> _Instructions for the task_
The answer should be a faithful retyping of the records that follow, pictures excluded.

> _Data under study_
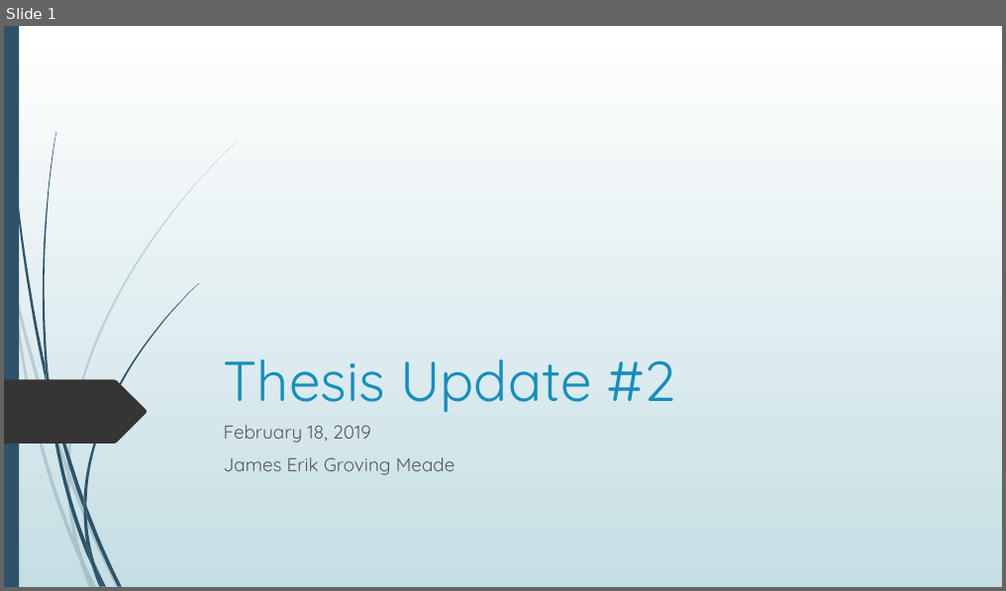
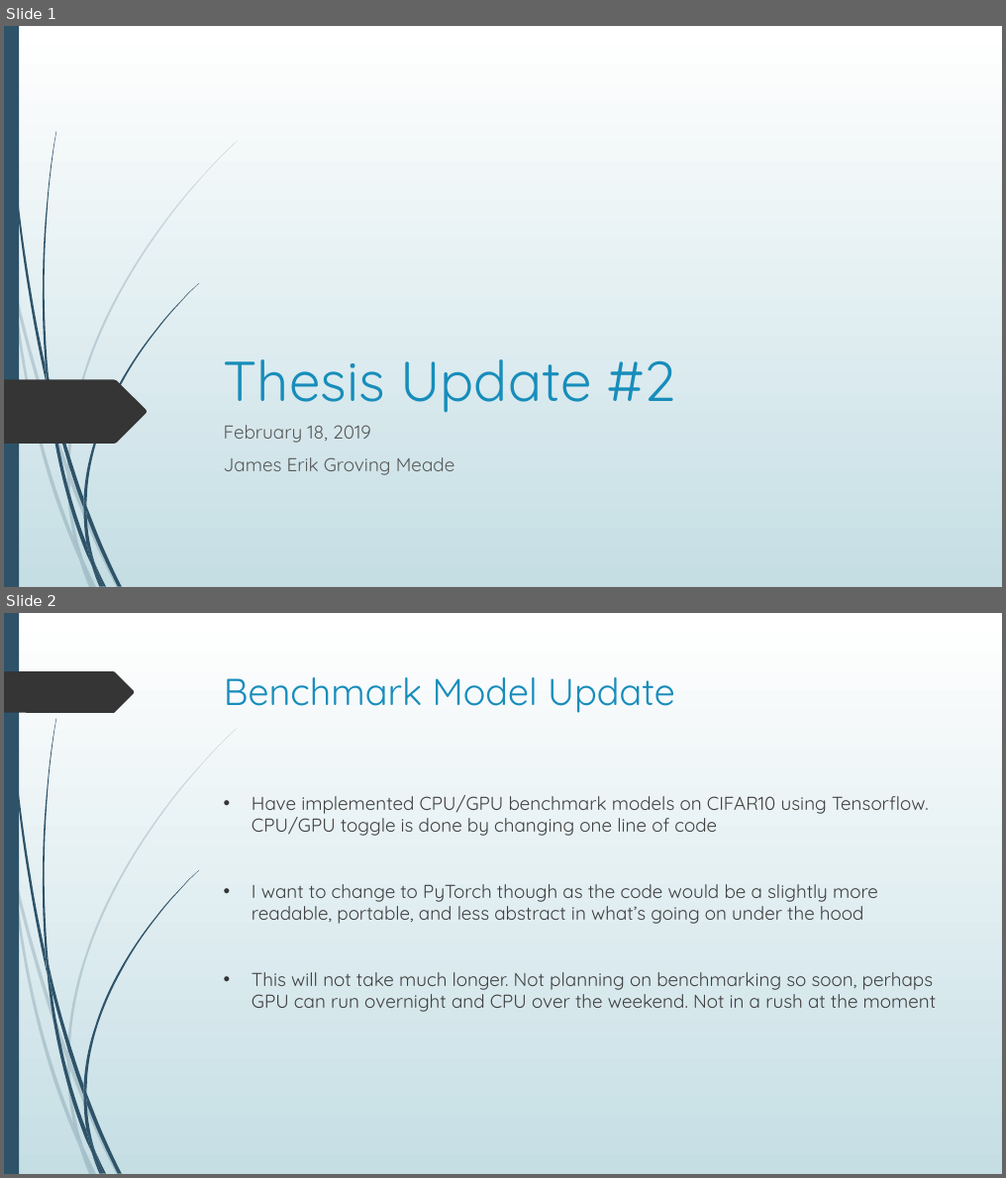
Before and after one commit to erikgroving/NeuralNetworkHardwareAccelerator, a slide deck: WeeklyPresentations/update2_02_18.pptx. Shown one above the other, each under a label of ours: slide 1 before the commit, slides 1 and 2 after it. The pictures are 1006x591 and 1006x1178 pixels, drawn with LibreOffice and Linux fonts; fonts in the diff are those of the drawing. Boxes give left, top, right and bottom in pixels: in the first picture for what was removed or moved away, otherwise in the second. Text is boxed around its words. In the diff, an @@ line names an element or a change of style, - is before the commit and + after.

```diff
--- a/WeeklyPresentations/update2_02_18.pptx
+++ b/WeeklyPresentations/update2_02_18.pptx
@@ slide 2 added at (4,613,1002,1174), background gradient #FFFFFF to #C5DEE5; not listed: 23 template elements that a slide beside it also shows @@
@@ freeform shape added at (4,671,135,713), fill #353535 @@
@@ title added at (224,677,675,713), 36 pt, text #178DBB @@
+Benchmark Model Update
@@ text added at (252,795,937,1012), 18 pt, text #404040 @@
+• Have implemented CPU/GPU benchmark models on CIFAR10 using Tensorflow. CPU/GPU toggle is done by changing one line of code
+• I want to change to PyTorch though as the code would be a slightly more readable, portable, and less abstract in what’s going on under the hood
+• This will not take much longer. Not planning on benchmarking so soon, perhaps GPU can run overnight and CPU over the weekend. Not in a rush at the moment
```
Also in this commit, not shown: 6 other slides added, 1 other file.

> _Exercise solution_
Before and after one commit to erikgroving/NeuralNetworkHardwareAccelerator, a slide deck: WeeklyPresentations/update2_02_18.pptx. Shown one above the other, each under a label of ours: slide 1 before the commit, slides 1 and 2 after it. The pictures are 1006x591 and 1006x1178 pixels, drawn with LibreOffice and Linux fonts; fonts in the diff are those of the drawing. Boxes give left, top, right and bottom in pixels: in the first picture for what was removed or moved away, otherwise in the second. Text is boxed around its words. In the diff, an @@ line names an element or a change of style, - is before the commit and + after.

```diff
--- a/WeeklyPresentations/update2_02_18.pptx
+++ b/WeeklyPresentations/update2_02_18.pptx
@@ slide 2 added at (4,613,1002,1174), background gradient #FFFFFF to #C5DEE5; not listed: 23 template elements that a slide beside it also shows @@
@@ freeform shape added at (4,671,135,713), fill #353535 @@
@@ title added at (224,677,675,713), 36 pt, text #178DBB @@
+Benchmark Model Update
@@ text added at (252,795,937,1012), 18 pt, text #404040 @@
+• Have implemented CPU/GPU benchmark models on CIFAR10 using Tensorflow. CPU/GPU toggle is done by changing one line of code
+• I want to change to PyTorch though as the code would be a slightly more readable, portable, and less abstract in what’s going on under the hood
+• This will not take much longer. Not planning on benchmarking so soon, perhaps GPU can run overnight and CPU over the weekend. Not in a rush at the moment
```
Also in this commit, not shown: 6 other slides added, 1 other file.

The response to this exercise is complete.